To my supervisor, the international office, and every teacher who trusted a foreign student and never let me give up; to my Chinese research team, who took in a foreigner who barely knew the techniques and patiently taught me how to do science - in our lab meetings, and through every failed experiment we troubleshot together; to Sichuan University, for giving people like me a real place to grow; and to everyone who walked these seven years beside me - thank you, from the bottom of my heart.

I'm leaving now for the next chapter of my life and career, but a part of me will always stay here, in this rainy, spicy, generous city that raised me.

四川大学,谢谢你。??

~Lilla Bánki | 李依诺 

 

With our research team, Aba, Maoxian (阿坝州,茂县)Team-building trip 2025.June

I had the chance to deliver the opening speech for Sichuan University Academic Year in 2023 for International Students. 

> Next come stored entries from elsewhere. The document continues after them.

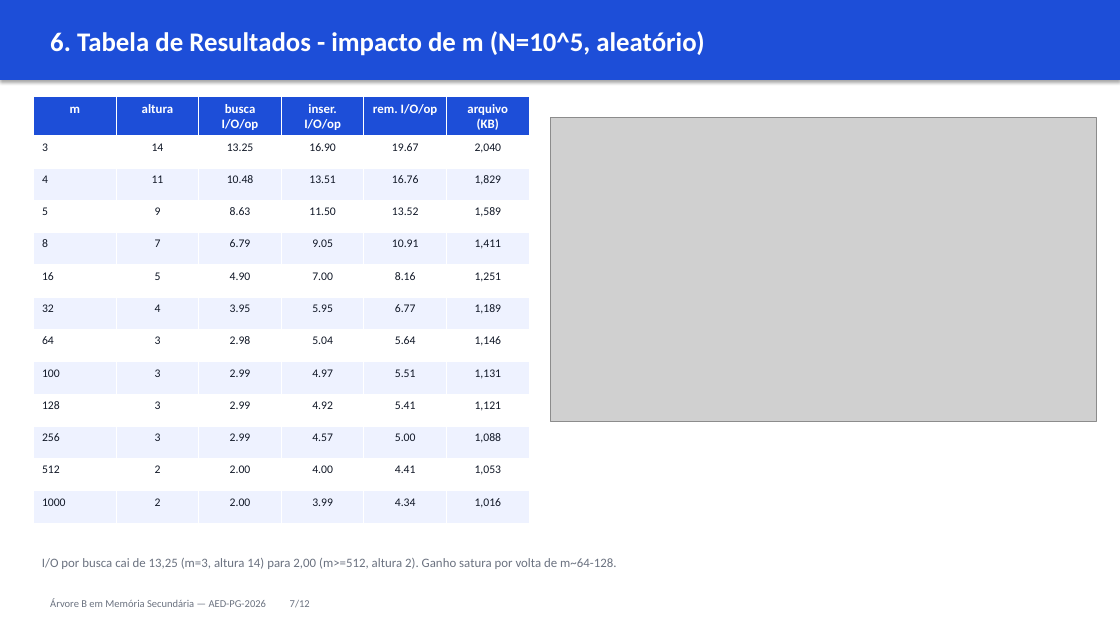
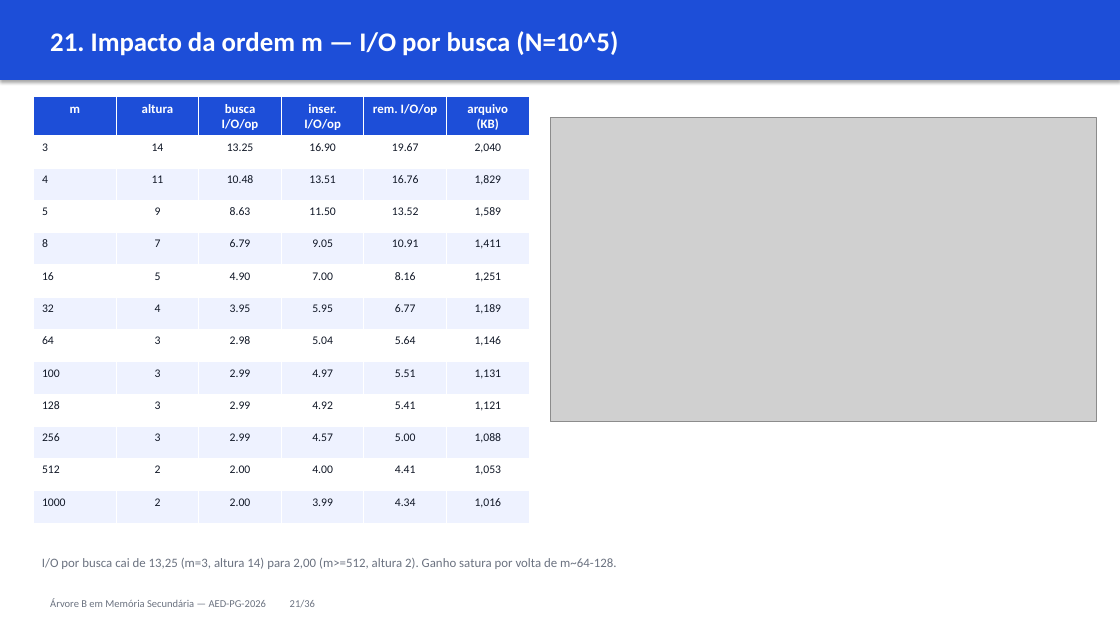
Before and after one commit to cassiotakarada/btree, a slide deck: slide 21 of apresentacao/APRESENTACAO.pptx (slide 7 before the commit). Drawn at 1120x630 pixels with LibreOffice and Linux fonts; fonts in the diff are those of the drawing; grey boxes stand for pictures. Boxes give left, top, right and bottom in pixels: in the first picture for what was removed or moved away, otherwise in the second. Text is boxed around its words. In the diff, an @@ line names an element or a change of style, - is before the commit and + after.

```diff
--- a/apresentacao/APRESENTACAO.pptx
+++ b/apresentacao/APRESENTACAO.pptx
@@ text at [50, 31, 618, 56]: text changed @@
-6. Tabela de Resultados - impacto de m (N=10^5, aleatório)
+21. Impacto da ordem m — I/O por busca (N=10^5)
@@ text at [50, 599, 315, 608]: text changed @@
-Árvore B em Memória Secundária — AED-PG-2026 7/12
+Árvore B em Memória Secundária — AED-PG-2026 21/36
```
Also in this commit, not shown: 10 other slides changed, 24 slides added, 25 other files.
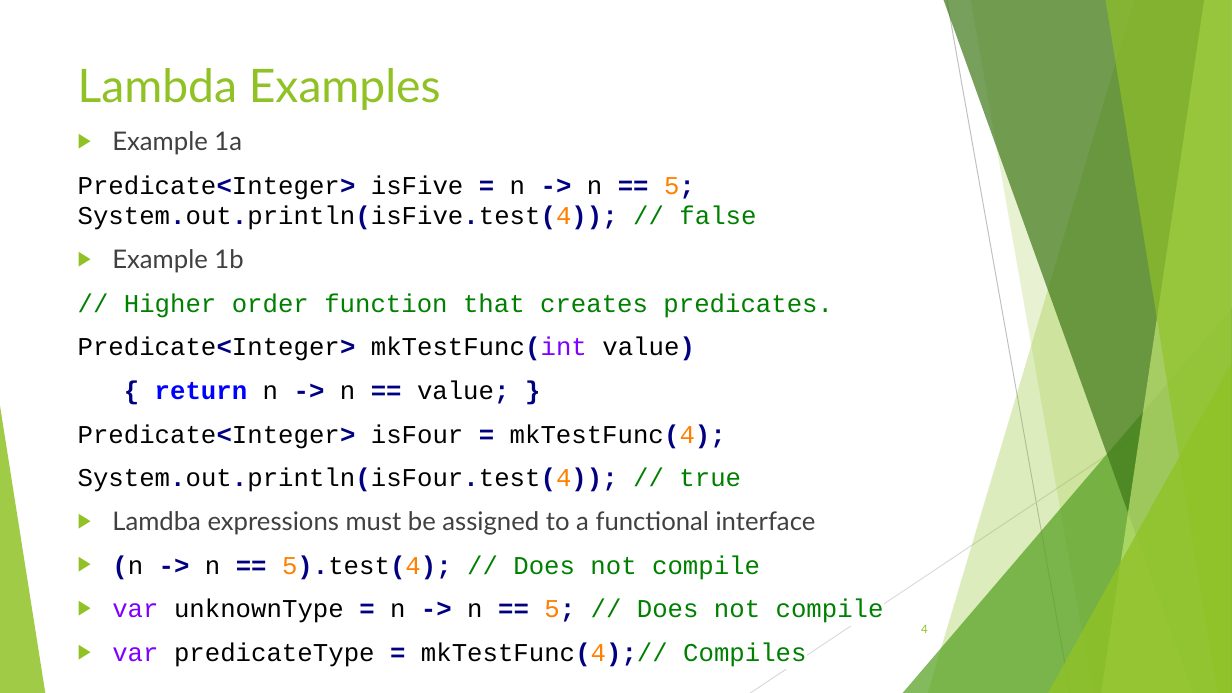
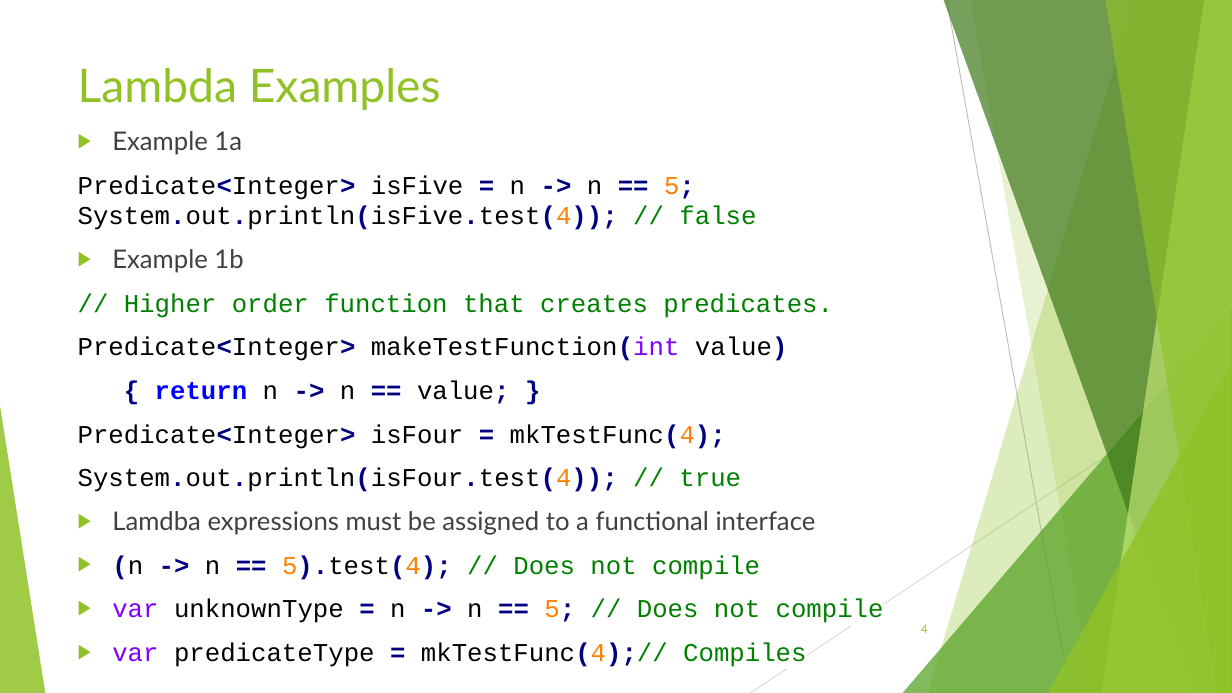
Before and after one commit to RichardRoda/2017-CodePaLOUsa-Lambda, a slide deck: slide 4 of Learning to Love the Lambda in the Stream.pptx. Drawn at 1232x693 pixels with LibreOffice and Linux fonts; fonts in the diff are those of the drawing. Boxes give left, top, right and bottom in pixels: in the first picture for what was removed or moved away, otherwise in the second. Text is boxed around its words. In the diff, an @@ line names an element or a change of style, - is before the commit and + after.

```diff
--- a/Learning to Love the Lambda in the Stream.pptx
+++ b/Learning to Love the Lambda in the Stream.pptx
@@ text at (78, 336, 788, 361): text changed @@
-Predicate<Integer> mkTestFunc(int value)
+Predicate<Integer> makeTestFunction(int value)
```
Also in this commit, not shown: 14 other slides changed, 1 other file.
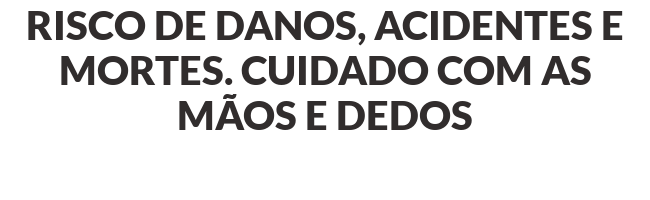
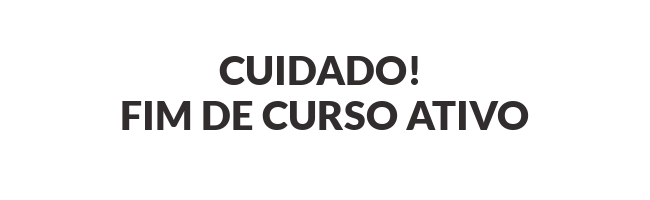
Before/after of a 650 × 200 layered artwork. What changed in the layer stack:
added layer "OHMICO #1" above "OHMICO" over [122,56,529,130]
hid "MSG1 #2" over [28,11,623,130]
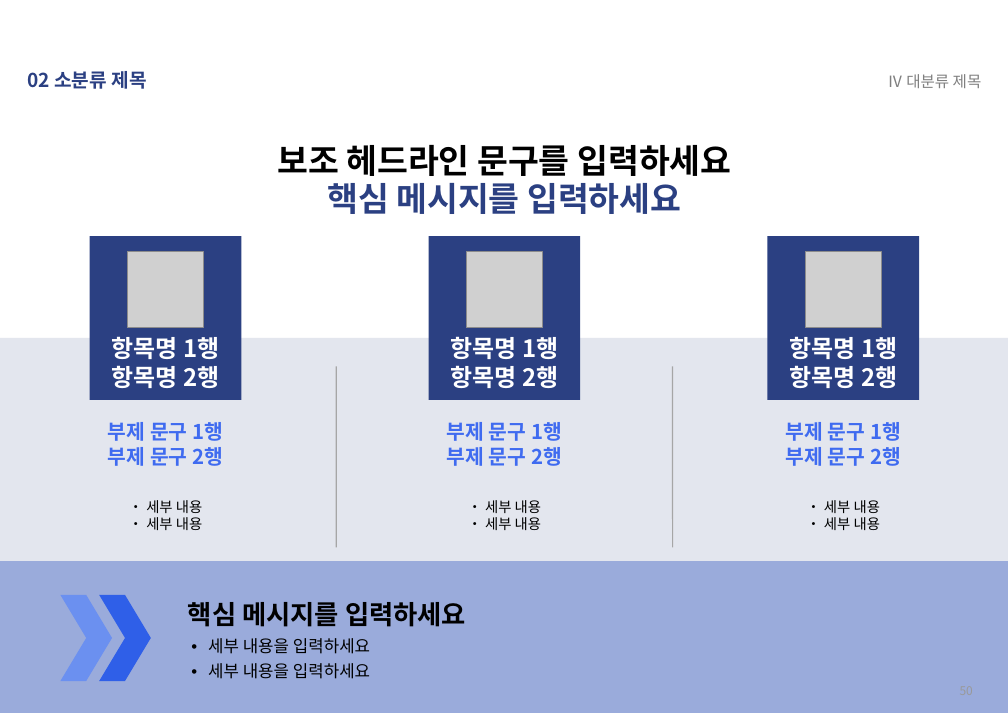
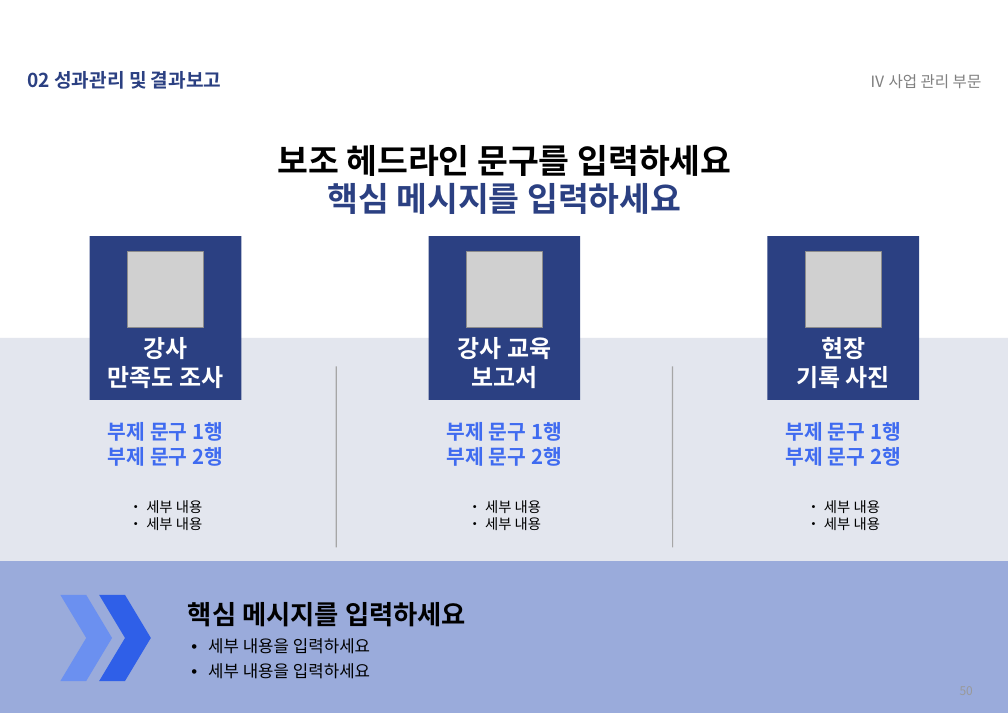
Before and after one commit to jinyor4435/-, a slide deck: slide 50 of 입찰제안서_PPT템플릿_2026SW미래채움.pptx. Drawn at 1008x713 pixels with LibreOffice and Linux fonts; fonts in the diff are those of the drawing; grey boxes stand for pictures. Boxes give left, top, right and bottom in pixels: in the first picture for what was removed or moved away, otherwise in the second. Text is boxed around its words. In the diff, an @@ line names an element or a change of style, - is before the commit and + after.

```diff
--- a/입찰제안서_PPT템플릿_2026SW미래채움.pptx
+++ b/입찰제안서_PPT템플릿_2026SW미래채움.pptx
@@ text at (28,71,221,89): text changed @@
-02 소분류 제목
+02 성과관리 및 결과보고
@@ text at (870,74,982,88): text changed @@
-Ⅳ 대분류 제목
+Ⅳ 사업 관리 부문
@@ text at (108,337,223,388): text changed @@
-항목명 1행
-항목명 2행
+강사
+만족도 조사
@@ text at (458,337,551,388): text changed @@
-항목명 1행
-항목명 2행
+강사 교육
+보고서
@@ text at (796,337,890,388): text changed @@
-항목명 1행
-항목명 2행
+현장
+기록 사진
```
Also in this commit, not shown: 41 other slides changed, 13 slides added, 13 slides removed.
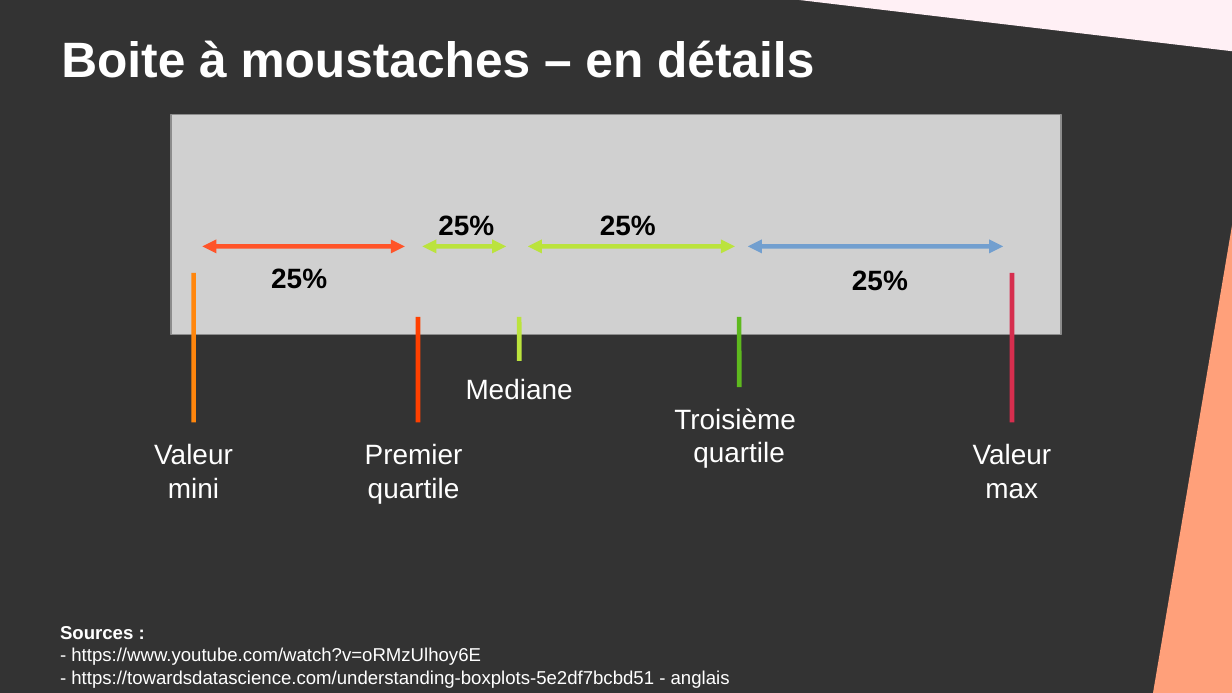
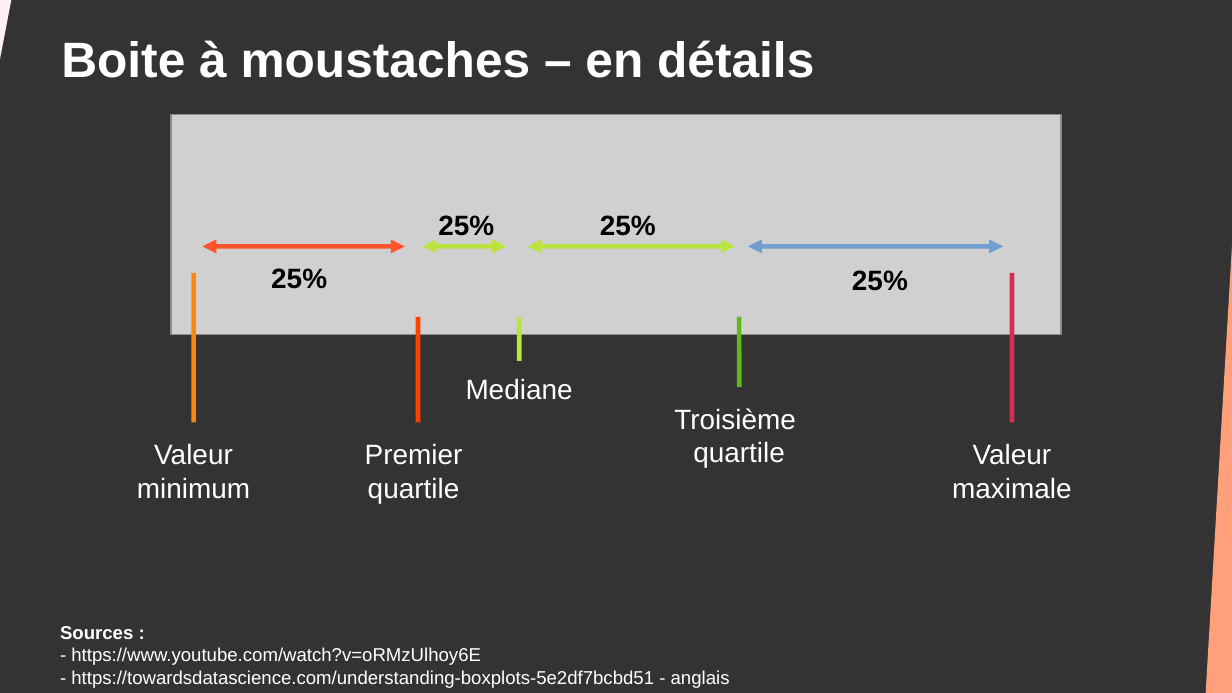
Before and after one commit to DanYellow/cours, a slide deck: slide 18 of big-data-s4/travaux-pratiques/numero-7/presentation.odp (slide 17 before the commit). Drawn at 1232x693 pixels with LibreOffice and Linux fonts; fonts in the diff are those of the drawing; grey boxes stand for pictures. Boxes give left, top, right and bottom in pixels: in the first picture for what was removed or moved away, otherwise in the second. Text is boxed around its words. In the diff, an @@ line names an element or a change of style, - is before the commit and + after.

```diff
--- a/big-data-s4/travaux-pratiques/numero-7/presentation.odp
+++ b/big-data-s4/travaux-pratiques/numero-7/presentation.odp
@@ right triangle added at bbox=[0, 0, 27, 99], fill #FFF0F5 @@
@@ right triangle removed at bbox=[739, 0, 1232, 53] @@
@@ right triangle: place and size @@
-right triangle at bbox=[1154, 215, 1232, 693]
+right triangle at bbox=[1206, 215, 1232, 693]
@@ text "Valeur": place and size @@
-text "Valeur" at bbox=[154, 443, 233, 498]
+text "Valeur" at bbox=[137, 443, 250, 499]
@@ text "Valeur": place and size @@
-text "Valeur" at bbox=[973, 443, 1052, 499]
+text "Valeur" at bbox=[952, 443, 1071, 499]
@@ text at bbox=[137, 477, 250, 499]: text changed @@
-mini
+minimum
@@ text at bbox=[952, 477, 1071, 499]: text changed @@
-max
+maximale
```
Also in this commit, not shown: 25 other slides changed, 2 slides added, 1 slide removed, 4 other files.

A picture with the poster of my master thesis defense, after I successfully defended my thesis. 2026, May.

 

Attending a Chinese media conference as part of the ChengupPlus collaborators, recognized for the work with ChengduPlus and media cooperations.

Attending a provincial level conference in Immunology and Microbiology, to support the presentation of PhD Candidate, Wang Yi 师姐,of our team.

Attending the 4th Chengdu-Chongqing Innovation Competition for International Students-Finals with Sichuan University.

With my best friend, Olga, fellow master student graduate of Sichuan University, attending a cultural event together, dressing up in beautiful 汉服dresses. October, 2023.